Kaskus

Story

blackgamingAvatar border
TS
blackgaming
Mantan Gak Ada Akhlak
Mantan Gak Ada Akhlak


Spoiler for Update Chapter:


Chapter 1


"Eh, eh, Bos baru kita datang! Siap-siap Pak Mahnin mau ke sini, touch up Sis!"

"Lipstik gue gimana? Bibir? Oke?"

"Cakep, cakep kayak makan cabe sekebon!"

Suara berisik dan grasak grusuk menyapa telingaku siang ini. Kulirik sekilas kerumunan para karyawati yang siap-siap ambil peranan sebagai penggoda ulung.

Aku menggelengkan kepala malas, kusesali pilihan hidupku siang ini untuk makan di kantin. Seharusnya aku nggak tergiur ajakan Ancha dan berdiam saja di mushola, daripada harus bertemu bos baru yang merupakan mantan kekasihku itu.

Lagi pula, aneh banget, seorang Mahnin Atlanta Fatah datang ke tempat seramai ini. Perasaan dulu enggak gitu, apa dia sudah berubah?

He ... sudahlah.

'Woy! Anya fokus! Dia bukan lagi urusanmu, fokus Anya!'

Kurapalkan doa agar terhindar dari gangguan mantan bernama Mahnin.

Namun, mungkin karena aku banyak dosa, akhirnya doaku itu tak terkabul.

Tak berapa lama dari terucapnya doa, Mahnin datang memasuki kantin. Langkahnya yang tegap membuat para mata menatap tak berkedip dan itu membuatku tak nyaman.

Tanpa menunggu lagi, aku langsung menyantap makan siangku agar setelah dia duduk, makananku habis dan kami tak usah bertemu.

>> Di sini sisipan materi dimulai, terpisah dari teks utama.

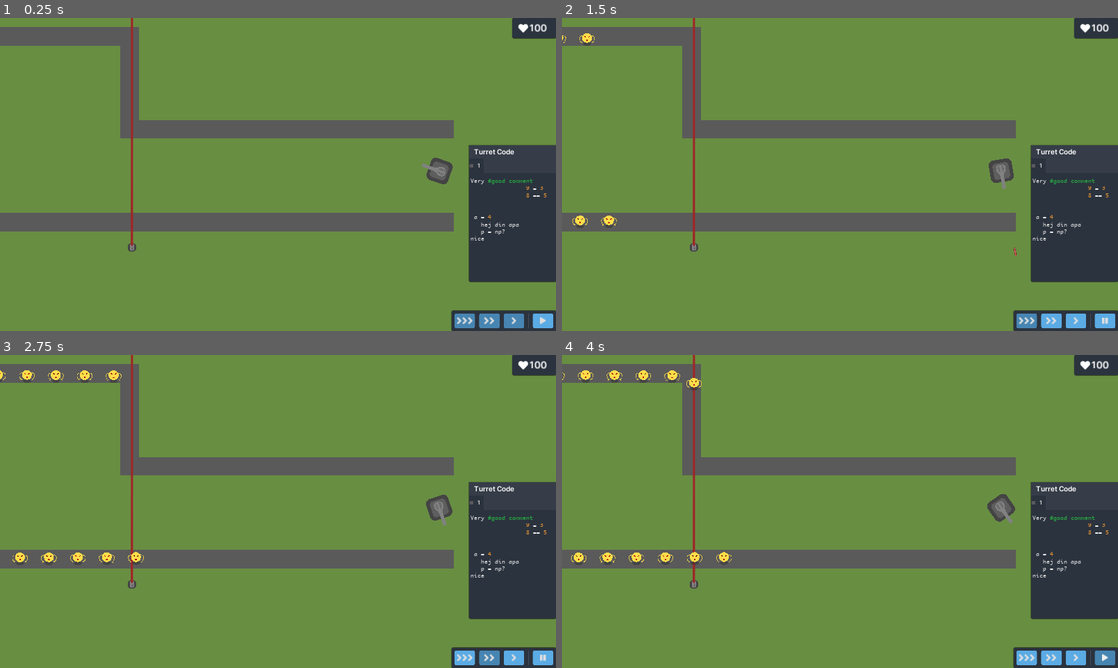
Above: before the commit, frames 1-4 (two rows, left to right).
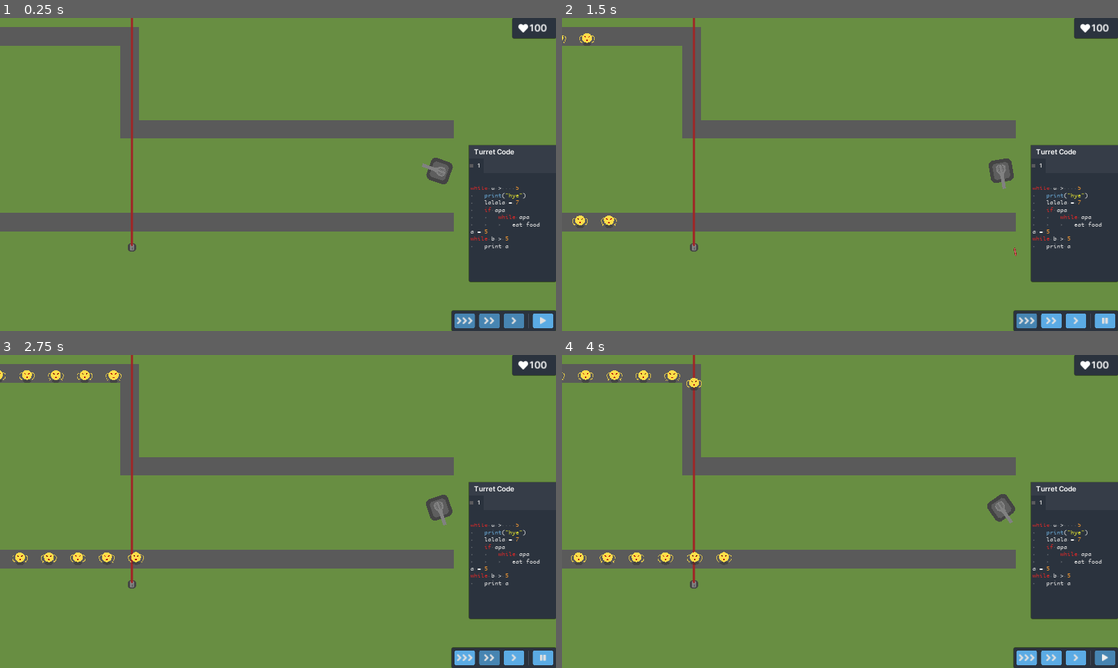
Above: after the commit, the same moments.

Repository: Latiang/tower-defense-godot
Game: Godot game, scene res://objects/Main.tscn
Two runs of this game, one before a commit and one after it. Both use one fixed random seed, a clock stepped at 60 frames per second and the inputs below.
Inputs:
- Up to frame 1 (0.25 s): no input
- Up to frame 2 (1.5 s): click "" at 0.5 s; click "" at 1.25 s
- Up to frame 3 (2.75 s): click "" at 2 s
- Up to frame 4 (4 s): click "" at 2.75 s; click "" at 3.5 s

The runs differ from the first frame. In frame 1, 0.4% of the frame differs, in the area x 84-99%, y 51-74%; in frame 2, 0.4%; in frame 3, 0.4%; in frame 4, 0.4%.

Commit message:
Improve code intepretation structure

Diff:
--- a/src/objects/CodeInterpreter.gd
+++ b/src/objects/CodeInterpreter.gd
@@ -2,15 +2,17 @@
 
 
 
-var code_source = """Very #good comment
-	  			9 = 3
-				8 == 5
-
-	\t
- a = 4
-   hej din apa
-   p = np?
-nice"""
+var code_source = """
+while a >    5
+	print("hye")
+	lalala = 7
+	if apa
+		while apa
+			eat food
+a = 5
+while b > 5
+	print a
+"""
 
 class CodeLine:
 	extends Reference
@@ -47,27 +49,113 @@
 
 
 class Statement:
-	"""Corresponds to one line of code. Contains a reference to the next line"""
-	var next_statement
-	var assignment
+	"""Base class for code elements"""
+
+	func _init():
+		pass
+
+	func run(scope):
+		pass
+
+	func string(start_string = ""):
+		pass
+
+
+class Evaluatable:
+	"""Represents an expression with a determinable value"""
+	extends Statement
+	var expression
+
+	func _init(text):
+		self.expression = text
+
+	func run(scope):
+		pass
+
+	func string(start_string = ""):
+		return start_string + expression
+
+class Assignment:
+	"""Represents an assignment"""
+	extends Statement
 	var lhs
 	var rhs
 
-	func _init(rhs, next_statement, lhs = null):
+	func _init(lhs, rhs):
 		self.lhs = lhs
-		if lhs:
-			self.assignment = true
-		else:
-			self.assignment = false
-		self.rhs = rhs
-		self.next_statement = next_statement
-
-
-class Evaluatable:
-	var text
-
-	func _init(text):
-		self.text = text
+		self.rhs = Evaluatable.new(rhs)
+
+	func run(scope):
+		scope[self.lhs] = rhs.run(scope)
+
+	func string(start_string = ""):
+		return start_string + lhs + " = " + rhs.string()
+
+class Loop:
+	"""Represents a loopdiloop"""
+	extends Statement
+	var condition
+	var end_action
+	var code
+
+	func _init(condition, code, end_action = null):
+		self.condition = Evaluatable.new(condition)
+		if end_action != null:
+			self.end_action = Evaluatable.new(end_action)
+		else:
+			self.end_action = null
+		self.code = code
+
+	func run(scope):
+		while condition.run(scope):
+			for line in code:
+				line.run(scope)
+			if end_action != null:
+				end_action.run(scope)
+
+	func string(start_string = ""):
+		var text = start_string + "while " + condition.string() + "\n"
+		for line in code:
+			text = text + line.string(start_string + "\t") + "\n"
+		return text
+
+
+class Conditional:
+	"""Represents a conditional statement"""
+	extends Statement
+	var condition
+	var code
+	var expected_if_state
+
+	func _init(condition, code, expected_if_state=null):
+		self.expected_if_state = expected_if_state
+		self.code = code
+		self.condition = Evaluatable.new(condition)
+
+	func run(scope):
+		if condition.run(scope) and (expected_if_state == null
+				or expected_if_state == scope["_if_state"]):
+			for line in code:
+				line.run(scope)
+			scope["_if_state"] = 1
+		elif expected_if_state != null:
+			scope["_if_state"] = 0
+
+	func string(start_string = ""):
+		var text = start_string
+
+		if expected_if_state != null:
+			if condition.string() == "1":
+				text += "else\n"
+			else:
+				text += "elif " + condition.string() + "\n"
+		else:
+			text += "if " + condition.string() + "\n"
+
+		for line in code:
+			text = text + line.string(start_string + "\t") + "\n"
+		return text
+
 
 func _count_leading_spaces(line):
 	var count = 0
@@ -79,7 +167,10 @@
 	return count
 
 func _lines_from_source():
-	var lines_text = code_source.split("\n");
+
+	var lines_text = code_source.split("\t");
+	lines_text = lines_text.join("    ")
+	lines_text = lines_text.split("\n")
 	# Generate code from source, preferably
 	# expressions that link to new expressions
 	var lines = []
@@ -102,36 +193,72 @@
 	var statements = []
 	# Statements need to cover loops as well in order to properly work
 	# ToDo
-	for index in range(len(lines)):
+	var index = 0
+	while index < len(lines):
 		var indent = lines[index].indent_size
 		var line = lines[index].text
 		var splits = line.split("=")
-		if line.begins_with("while"):
+		if line.begins_with("while "):
+			var condition = line.substr(6)
+			var next_index = len(lines)
+			for i in range(index + 1, len(lines)):
+				if lines[i].indent_size <= indent:
+					next_index = i
+					break
+			var code = lines.slice(index + 1, next_index - 1)
+			code = _statements_from_lines(code)
+			index = next_index - 1
+			statements.append(Loop.new(condition, code))
+		elif line.begins_with("for "):
 			pass
-		elif line.begins_with("for"):
-			pass
-		elif line.begins_with("if"):
-			line = line.substr(2)
-			var next_index = index + 1
-			for i in range(index + 1, len(lines)):
-				if lines[i].indent_size <= indent:
-					next_index = i
-					break
-		elif line.begins_with("else"):
-			pass
-		elif line.begins_with("elif"):
-			pass
+		elif line.begins_with("if "):
+			var condition = line.substr(3)
+			var next_index = len(lines)
+			for i in range(index + 1, len(lines)):
+				if lines[i].indent_size <= indent:
+					next_index = i
+					break
+			var code = lines.slice(index + 1, next_index - 1)
+			code = _statements_from_lines(code)
+			index = next_index - 1
+			statements.append(Conditional.new(condition, code))
+		elif line.begins_with("else") and len(line) == 4:
+			if typeof(statements[-1]) != typeof(Conditional):
+				print("error")
+			var condition = "1"
+			var next_index = len(lines)
+			for i in range(index + 1, len(lines)):
+				if lines[i].indent_size <= indent:
+					next_index = i
+					break
+			var code = lines.slice(index + 1, next_index - 1)
+			code = _statements_from_lines(code)
+			index = next_index - 1
+			statements.append(Conditional.new(condition, code, 0))
+		elif line.begins_with("elif "):
+			if typeof(statements[-1]) != typeof(Conditional):
+				print("error")
+			var condition = line.substr(5)
+			var next_index = len(lines)
+			for i in range(index + 1, len(lines)):
+				if lines[i].indent_size <= indent:
+					next_index = i
+					break
+			var code = lines.slice(index + 1, next_index - 1)
+			code = _statements_from_lines(code)
+			index = next_index - 1
+			statements.append(Conditional.new(condition, code, 0))
 		elif len(splits) % 2 == 0: #Even number implies odd number of =, means assignment
 			var lhs = splits[0]
 			var rhs = ""
 			for split_index in range(1, len(splits)):
 				rhs += splits[split_index] + "="
 			rhs = rhs.substr(0, len(rhs) - 1)
-			var next_statement = NextStatement.new(index + 1)
-			statements.append(Statement.new(rhs, next_statement, lhs))
+			statements.append(Assignment.new(lhs, rhs))
 		else:	#Raw expression
 			var next_statement = NextStatement.new(index + 1)
-			statements.append(Statement.new(line, next_statement))
+			statements.append(Evaluatable.new(line))
+		index += 1
 	return statements
 
 
@@ -145,13 +272,7 @@
 	var lines = _lines_from_source()
 	var statements = _statements_from_lines(lines)
 	for statement in statements:
-		if statement.assignment:
-			pass
-			#print(statement.lhs,"=", statement.rhs)
-		else:
-			pass
-			#print(statement.rhs)
-	# Step 1: Find lines with actual code on it.
+		print(statement.string())
 
 
 	# Interpret the code
--- a/src/objects/CodeWindow.tscn
+++ b/src/objects/CodeWindow.tscn
@@ -190,6 +190,8 @@
 custom_styles/focus = SubResource( 16 )
 custom_colors/background_color = Color( 0.172549, 0.203922, 0.247059, 1 )
 syntax_highlighting = true
+draw_tabs = true
+draw_spaces = true
 context_menu_enabled = false
 smooth_scrolling = true
 wrap_enabled = true
--- a/src/objects/Main.gd
+++ b/src/objects/Main.gd
@@ -6,6 +6,13 @@
 
 func _ready():
 	load_level("TestLevel1")
+	print("Running interpreter once for debug")
+	tick_once()
+
+func tick_once():
+	for child in self.current_level.get_children():
+			if child.is_in_group("Turret"):
+				child.get_node("ProgrammableBehaviour").get_node("CodeInterpreter").run()
 
 # Handle input for debugging purposes
 var level_toggle = false
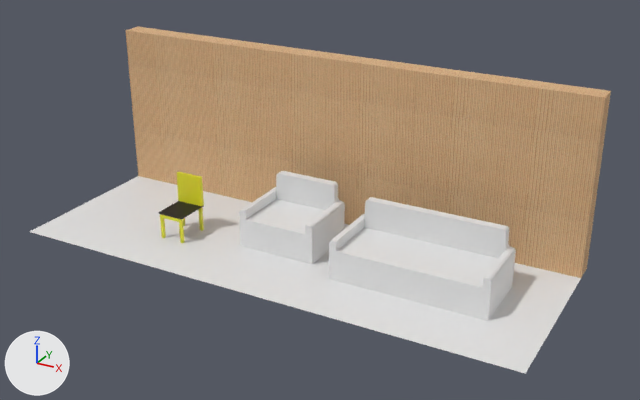
Renders of the Blender file Blender projects/furniture.blend from each side of a commit.
Rendered twice from a 50 mm camera at (28.75, -21.62, 13.69) aimed at (15.92, 1.7, 2.02). Lighting does not change. The marker at lower left points along +X, +Y and +Z.

The first picture shows 'Plane', 'Plane.001', 'Plane.002', 'armchair', 'chair', 'sofa', 'wall', 'wall.001', 'wall.002'.
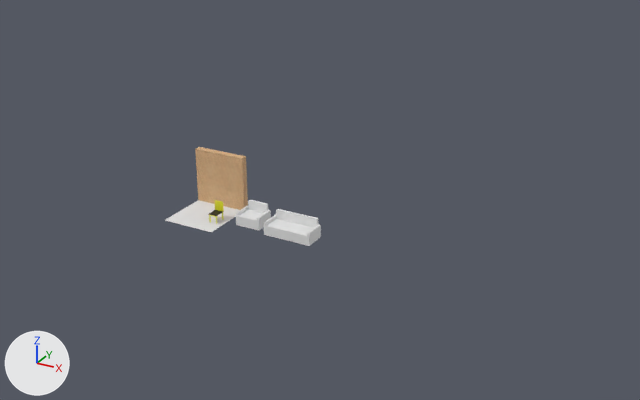
Location of each change, [x1, y1, x2, y2] in pixels of the pictures (640 x 400 px; the box of a moved part takes in the faces that stretch with it):
'wall.002', deleted: before [410, 66, 611, 278]
'wall.001', deleted: before [258, 44, 424, 225]
'wall', mesh rescaled, moved (63% narrower, 64% shorter): before [125, 27, 269, 202]; after [195, 147, 248, 210]
'sofa', mesh rescaled, moved (69% narrower, 70% shorter): before [329, 197, 516, 321]; after [264, 209, 321, 246]
'Plane.001', deleted: before [327, 263, 581, 374]
'Plane', reshaped, moved (66% narrower, 65% shorter): before [30, 176, 252, 270]; after [165, 200, 240, 232]
'Plane.002', deleted: before [165, 221, 358, 317]
'armchair', mesh rescaled, moved (66% narrower, 67% shorter): before [239, 171, 345, 264]; after [236, 200, 271, 230]
'chair', mesh rescaled, moved (66% narrower, 65% shorter): before [158, 172, 204, 243]; after [209, 200, 224, 224]
part 3 of me_cube_002, moved or reshaped: before [125, 27, 611, 278]; after [195, 147, 248, 210]

What the commit changed:
me_cube_001 has 117 vertices, 129 faces and spans x -0.51..0.51, y -0.62..0.62, z 0.0..2.04.
me_cube_001 is used by ob_chair; location (10.88, 0.82, 0.0).
me_cube_001 part 1: the whole mesh is scaled about the mesh origin by 0.333.
me_cube has 130 vertices, 116 faces, 3 loose edges and spans x -2.65..2.65, y -1.15..1.15, z 0.0..2.05.
me_cube is used by ob_sofa; location (19.61, 1.54, 0.0).
me_cube part 2: the whole mesh is scaled about the mesh origin by 0.333.
me_cube_002 has 8 vertices, 6 faces and spans x -0.38..0.38, y -3.0..3.0, z 0.0..6.0.
me_cube_002 is used by ob_wall; location (9.01, 4.69, 0.0); rotation (0.0, 0.0, -1.571), in degrees (0, 0, -90).
me_cube_002 part 3: the whole mesh is scaled about the mesh origin by 0.333.
me_plane has 4 vertices, 1 face and spans x -3.0..3.0, y -3.0..3.0, z 0.0.
me_plane is used by ob_plane; location (9.01, 1.31, 0.0); rotation (0.0, 0.0, -1.571), in degrees (0, 0, -90).
Part 4, on me_plane:
Vertex 0 of me_plane moves from (-3.0, -3.0, 0.0) at pixel (138, 175) to (-1.0, -1.0, 0.0) at pixel (198, 200).
Vertex 1 of me_plane moves from (3.0, -3.0, 0.0) at pixel (29, 231) to (1.0, -1.0, 0.0) at pixel (164, 220).
Vertex 2 of me_plane moves from (-3.0, 3.0, 0.0) to (-1.0, 1.0, 0.0).
Vertex 3 of me_plane moves from (3.0, 3.0, 0.0) at pixel (164, 270) to (1.0, 1.0, 0.0) at pixel (211, 232).
me_cube_003 has 130 vertices, 116 faces, 3 loose edges and spans x -1.45..1.38, y -2.0..0.29, z 0.0..2.05.
me_cube_003 is used by ob_armchair; location (14.64, 2.99, 0.0); rotation (0.0, 0.0, 6.283), in degrees (0, 0, 360).
me_cube_003 part 5: the whole mesh is scaled about the mesh origin by 0.333.
Object 'chair' (ob_chair) moves from (10.88, 0.82, 0.0) to (12.09, 1.21, 0.61).
Object 'sofa' (ob_sofa) moves from (19.61, 1.54, 0.0) to (14.99, 1.45, 0.61).
Object 'wall' (ob_wall) moves from (9.01, 4.69, 0.0) to (11.46, 2.5, 0.61).
Object 'Plane' (ob_plane) moves from (9.01, 1.31, 0.0) to (11.46, 1.37, 0.61).
Object 'Plane.001' (ob_plane_001) is deleted.
Object 'Plane.002' (ob_plane_002) is deleted.
Object 'wall.001' (ob_wall_001) is deleted.
Object 'armchair' (ob_armchair) moves from (14.64, 2.99, 0.0) to (13.34, 1.93, 0.61).
Object 'wall.002' (ob_wall_002) is deleted.
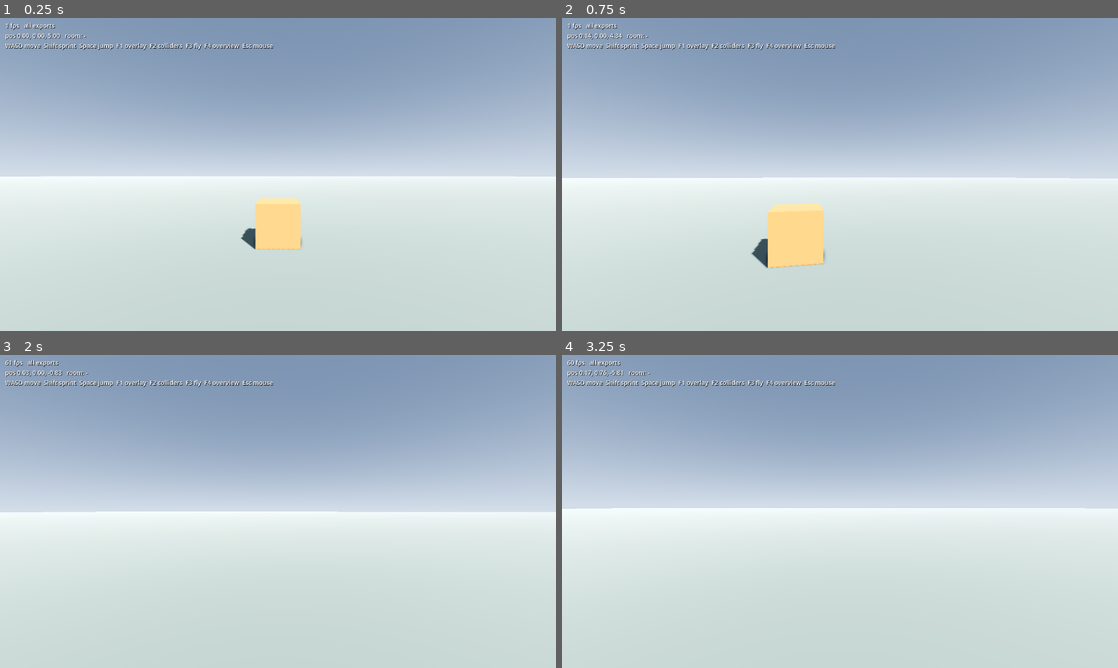
Above: before the commit, frames 1-4 (two rows, left to right).
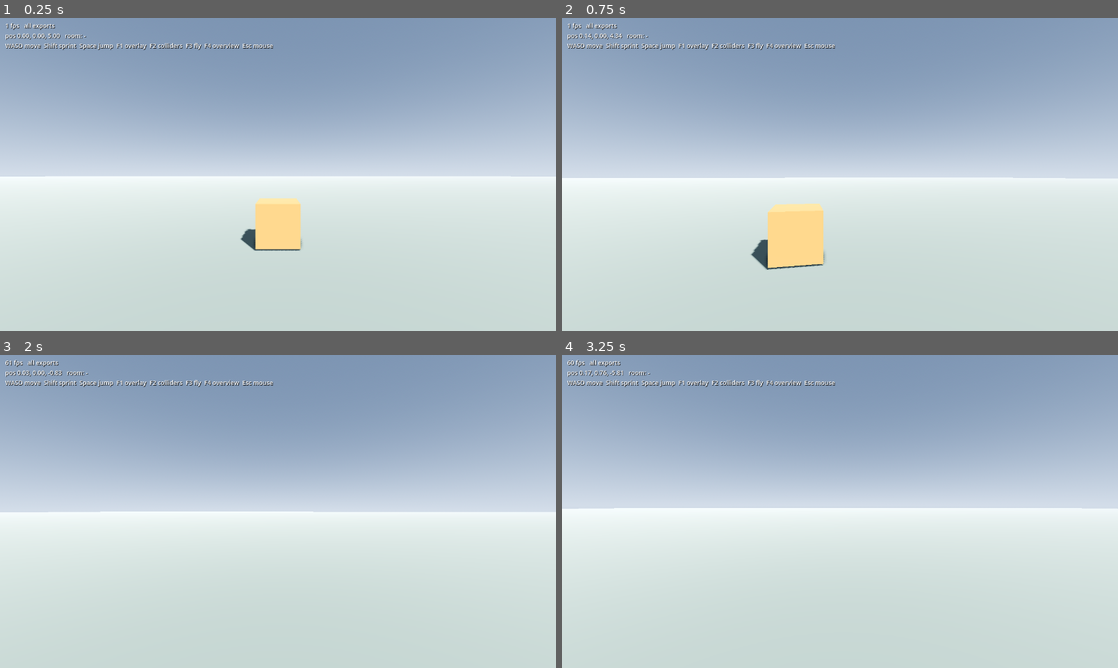
Above: after the commit, the same moments.

Repository: falldaysoft/geogen
Game: Godot game, scene res://scenes/main.tscn
Two runs of this game, one before a commit and one after it. Both use one fixed random seed, a clock stepped at 60 frames per second and the inputs below.
Inputs (mouse positions are in pixels of both pictures, inside the frame that each line leads up to):
- Up to frame 1 (0.25 s): no input
- Up to frame 2 (0.75 s): tap Enter at 0.5 s; move the mouse to (867, 174) at 0.52 s; hold W (geogen_forward) from 0.53 s (still down); hold Ctrl (geogen_crouch) from 0.53 s (still down)
- Up to frame 3 (2 s): keep holding W (geogen_forward); tap Space (geogen_jump) at 0.77, 1.52 s; move the mouse to (250, 511) at 1.27 s; release Ctrl (geogen_crouch) at 1.28 s; tap Shift (geogen_sprint) at 1.35 s
- Up to frame 4 (3.25 s): keep holding W (geogen_forward); move the mouse to (851, 505) at 2.02 s; tap E at 2.1 s; move the mouse to (834, 517) at 2.77 s; tap L at 2.85 s; tap Space (geogen_jump) at 3.02 s

The runs differ from the first frame. In frame 1, less than 0.1% of the frame differs, in the area x 43-55%, y 67-75%; in frame 2, 0.1%, in the area x 33-48%, y 50-81%; in frame 3, less than 0.1%; in frame 4, less than 0.1%.

Commit message:
Fix z-fighting between the runtime ground plane and exported streets
The Godot runtime's 400 m ground mesh sat at y = 0, coplanar with the
top of city street slabs, so walking the town flickered between asphalt
and ground. The visible ground now sits 3 cm lower; its collision stays
at y = 0.

Co-Authored-By: Claude Opus 5.5 (1M context) <noreply@anthropic.com>

Diff:
--- a/runtime/godot/scenes/main.tscn
+++ b/runtime/godot/scenes/main.tscn
@@ -50,6 +50,7 @@
 [node name="Ground" type="StaticBody3D" parent="."]
 
 [node name="Mesh" type="MeshInstance3D" parent="Ground"]
+transform = Transform3D(1, 0, 0, 0, 1, 0, 0, 0, 1, 0, -0.03, 0)
 mesh = SubResource("ground_mesh")
 surface_material_override/0 = SubResource("ground_mat")
 
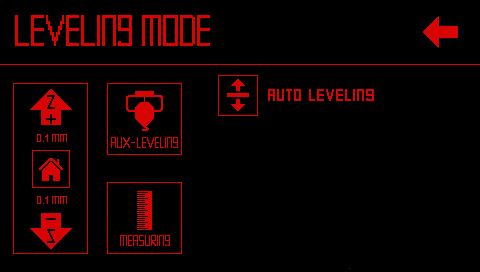
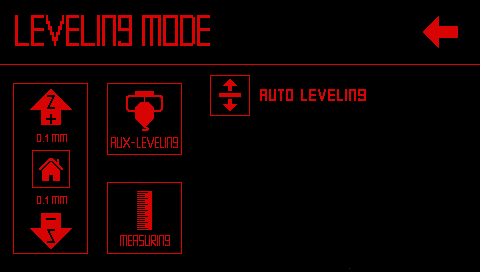
The second (480, 272) image is a revision of the first. Changes to its layers:
painted on "64_E_BedLeveling.bmp" over (209, 74, 374, 116)

"Lihat! Lihat! Lo bayangin deh, tubuh roti sobek di balik kemeja Pak Mahnin, kira-kira six pack atau eight pack?"

"Gila loh, delapan mana ada?"

"Ih, ada! Buktinya Pak Mahnin, gue yakin dia rajin fitnes. Kira-kira ukuran celananya nomor berapa, ya?"

"Celana dalam apa luar, nih?"

Haciw! Aku sontak bersin seraya menoleh ke belakang, tak kusangka obrolan para cewek semesum itu. Tetapi, siapalah aku bagi mereka, melihat pelototanku, empat staf HRD itu malah semakin sibuk bergosip.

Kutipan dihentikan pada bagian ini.